* _Requirement_: Copy task. Retype the whole listing exactly, omitting any picture in it.
•••••
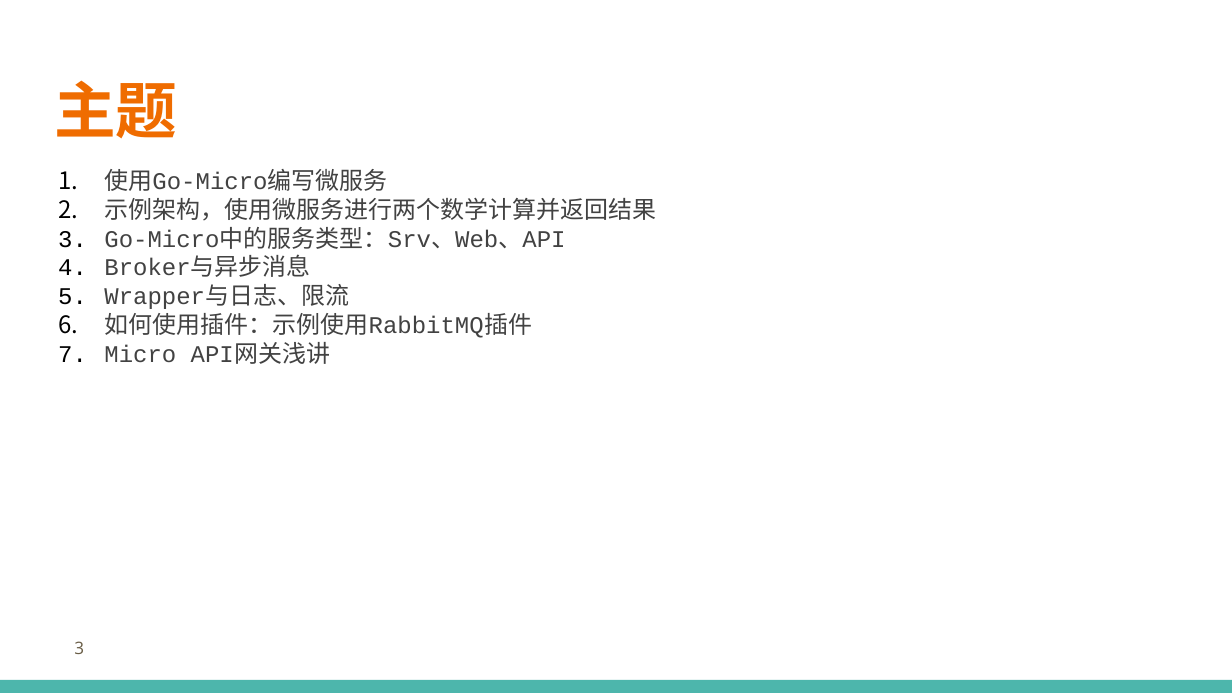
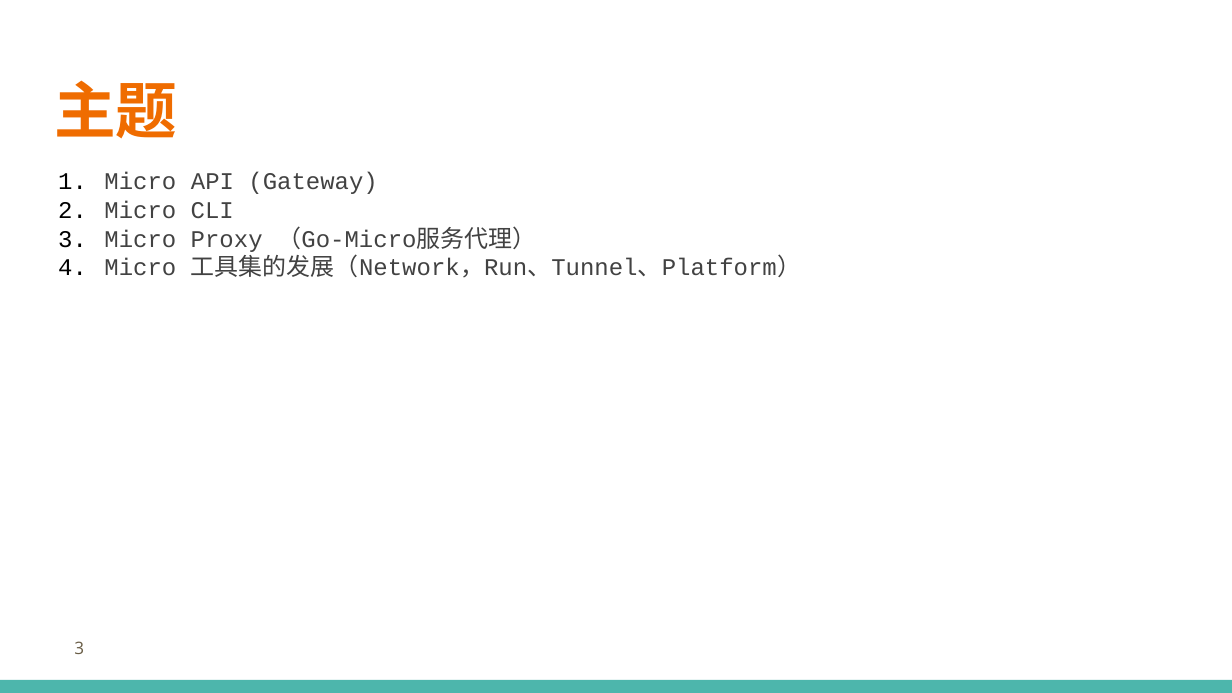
Before and after one commit to printfcoder/stack-rpc-tutorials, a slide deck: slide 3 of others/share/learning-go/【第三期】Micro工具集.pptx. Drawn at 1232x693 pixels with LibreOffice and Linux fonts; fonts in the diff are those of the drawing; background and template pictures are left out. Boxes give left, top, right and bottom in pixels: in the first picture for what was removed or moved away, otherwise in the second. Text is boxed around its words. In the diff, an @@ line names an element or a change of style, - is before the commit and + after.

```diff
--- a/others/share/learning-go/【第三期】Micro工具集.pptx
+++ b/others/share/learning-go/【第三期】Micro工具集.pptx
@@ text at bbox=[104, 172, 801, 277]: text changed @@
-1. 使用Go-Micro编写微服务
-2. 示例架构，使用微服务进行两个数学计算并返回结果
-3. Go-Micro中的服务类型：Srv、Web、API
-4. Broker与异步消息
-5. Wrapper与日志、限流
-6. 如何使用插件：示例使用RabbitMQ插件
-7. Micro API网关浅讲
+1. Micro API (Gateway)
+2. Micro CLI
+3. Micro Proxy （Go-Micro服务代理）
+4. Micro 工具集的发展（Network，Run、Tunnel、Platform）
```
Also in this commit, not shown: 2 other slides changed, 4 slides added, 4 slides removed, 6 other files.
•••••
* _Written answer_:
Before and after one commit to printfcoder/stack-rpc-tutorials, a slide deck: slide 3 of others/share/learning-go/【第三期】Micro工具集.pptx. Drawn at 1232x693 pixels with LibreOffice and Linux fonts; fonts in the diff are those of the drawing; background and template pictures are left out. Boxes give left, top, right and bottom in pixels: in the first picture for what was removed or moved away, otherwise in the second. Text is boxed around its words. In the diff, an @@ line names an element or a change of style, - is before the commit and + after.

```diff
--- a/others/share/learning-go/【第三期】Micro工具集.pptx
+++ b/others/share/learning-go/【第三期】Micro工具集.pptx
@@ text at bbox=[104, 172, 801, 277]: text changed @@
-1. 使用Go-Micro编写微服务
-2. 示例架构，使用微服务进行两个数学计算并返回结果
-3. Go-Micro中的服务类型：Srv、Web、API
-4. Broker与异步消息
-5. Wrapper与日志、限流
-6. 如何使用插件：示例使用RabbitMQ插件
-7. Micro API网关浅讲
+1. Micro API (Gateway)
+2. Micro CLI
+3. Micro Proxy （Go-Micro服务代理）
+4. Micro 工具集的发展（Network，Run、Tunnel、Platform）
```
Also in this commit, not shown: 2 other slides changed, 4 slides added, 4 slides removed, 6 other files.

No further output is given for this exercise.